BDO Corporate Tax News

Costa Rica - Tax authorities clarify capital gains tax rules for nonresidents

Costa Rica’s tax authorities have released some tax rulings that address issues arising under the capital gains tax introduced as part of a tax reform that took effect in July 2020. Under these rules, capital gains derived by legal entities and individuals on the transfer of property in Costa Rica are generally subject to a 15% tax (outside of some enumerated exceptions). The tax is imposed on the difference between the historical cost of the asset and the transfer/sales price, with the seller responsible for reporting and paying the tax due within the first 15 days of the month following the taxable event.

However, when a nonresident sells property located in Costa Rica to a local purchaser, the purchaser is required to withhold 2.5% of the transaction price (although this withholding is defined as an advance payment of tax for the seller, there is no mechanism to charge any furth tax).
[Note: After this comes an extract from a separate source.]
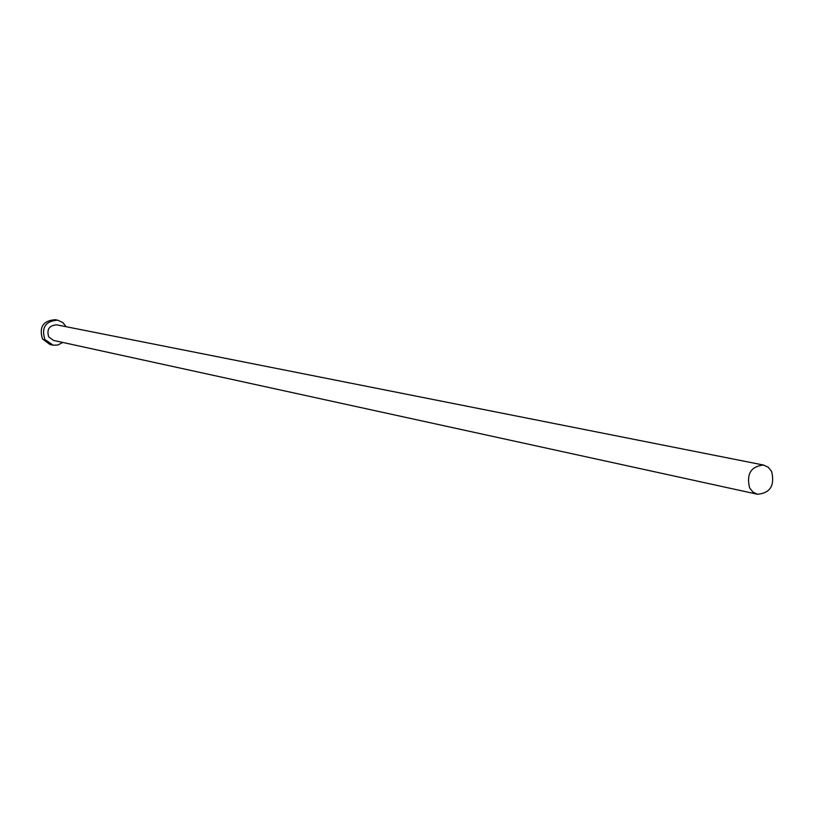 <?xml version="1.0" encoding="UTF-8"?>
<svg xmlns="http://www.w3.org/2000/svg" width="814" height="814" viewBox="0 0 814 814"><rect width="100%" height="100%" fill="white"/><g stroke="black" fill="none" stroke-linecap="round" stroke-linejoin="round"><path stroke-width="1.22" d="M771.631 471.459L768.223 467.226L763.563 465.048C750.905 466.33 746.255 473.952 749.613 487.922L752.94 492.063L757.468 494.251C770.227 493.142 774.948 485.541 771.631 471.459M763.563 465.048L56.787 324.857C49.186 325.366 46.5 329.385 48.728 336.915L53.541 340.425L757.468 494.251M66.107 326.709L62.81 322.568L57.641 320.167C45.523 321.031 41.249 327.472 44.811 339.479L53.215 345.217L57.906 344.994L62.82 342.45M57.641 320.167L55.271 319.709C43.183 320.574 38.919 326.994 42.481 338.96L50.102 344.546L52.442 345.065"/></g></svg>
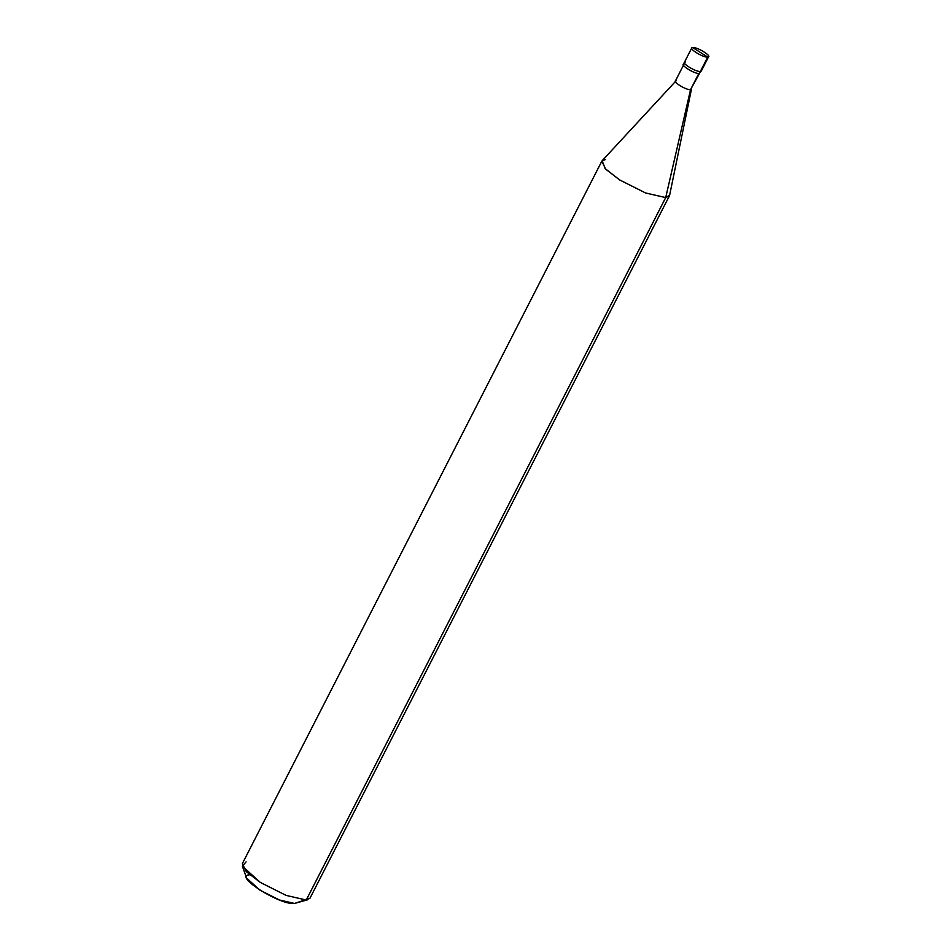 <?xml version="1.0" encoding="UTF-8"?>
<svg xmlns="http://www.w3.org/2000/svg" width="951" height="951" viewBox="0 0 951 951"><rect width="100%" height="100%" fill="white"/><g stroke="black" fill="none" stroke-linecap="round" stroke-linejoin="round"><path stroke-width="1.43" d="M685.326 61.91C679.775 62.1 695.645 72.157 700.376 71.432L701.303 70.992L700.376 71.432L701.113 69.994L700.376 71.432C695.645 72.157 679.775 62.1 685.326 61.91C679.775 62.1 695.645 72.157 700.376 71.432L707.722 57.084C702.991 57.797 687.121 47.74 692.673 47.55L707.722 57.084L700.376 71.432C695.645 72.157 679.775 62.1 685.326 61.91L683.341 64.395M692.673 47.55C697.392 46.837 713.274 56.882 707.722 57.084C713.274 56.882 697.392 46.837 692.673 47.55C687.121 47.74 702.991 57.797 707.722 57.084L692.673 47.55L691.746 47.99L684.399 62.35M707.722 57.084L708.65 56.644L701.303 70.992L699.318 73.489C694.599 74.202 678.717 64.157 684.268 63.955C678.717 64.157 694.599 74.202 699.318 73.489L700.067 72.038M698.949 73.251L690.545 89.656C686.063 90.345 670.978 80.787 676.256 80.609L602.161 160.719L605.145 168.6L619.672 179.941L645.622 192.994L665.712 197.582L306.258 900.015L286.168 895.426L260.217 882.362L246.238 871.603L242.35 863.651L601.805 161.218L605.692 169.171L619.672 179.941L645.622 192.994L665.712 197.582L690.545 89.656L665.712 197.582L669.421 195.823L309.967 898.255L294.537 903.45L279.475 900.015L260.003 890.219L246.618 878.094L242.374 866.195L260.217 882.362L286.168 895.426L306.258 900.015L665.712 197.582L669.623 195.24L691.484 89.109L690.545 89.656L698.949 73.251M676.256 80.609C670.978 80.787 686.063 90.345 690.545 89.656L699.829 72.835M605.514 159.459L601.805 161.218M246.059 861.891L242.374 866.195M249.388 874.861C232.733 875.443 280.355 905.602 294.537 903.45L307.886 899.717L294.537 903.45M683.769 64.62L675.376 81.025"/></g></svg>

This withholding obligation applies to the transfer or sale of immovable property in Costa Rica, as well as other rights situated in Costa Rica, such as shares in a Costa Rican corporation, provided in the latter case the purchaser or acquirer is a registered taxpayer in Costa Rica.

The rules do not explicitly address transactions where both the seller and the purchaser are nonresidents. The Costa Rican tax authorities have clarified in rulings that, in such cases, the nonresident seller must obtain a special tax identification number so it can register as a taxpayer in Costa Rica for purposes of reporting and paying capital gains tax.

The tax authorities have also issued clarifications on the applicability of a special 2.25% withholding tax rate for nonresidents that can be applied to transfers/sales of goods or rights acquired before 1 July 2020 (the date the tax reform became effective). Nonresident entities may apply this special rate if the transferred assets meet the “temporary” criteria in the law. i.e., that the assets were acquired before 1 July 2020. Otherwise, the standard withholding rate of 2.5% applies.

This framework aims to ensure that capital gains taxation in Costa Rica is clear and manageable for both resident and nonresident taxpayers.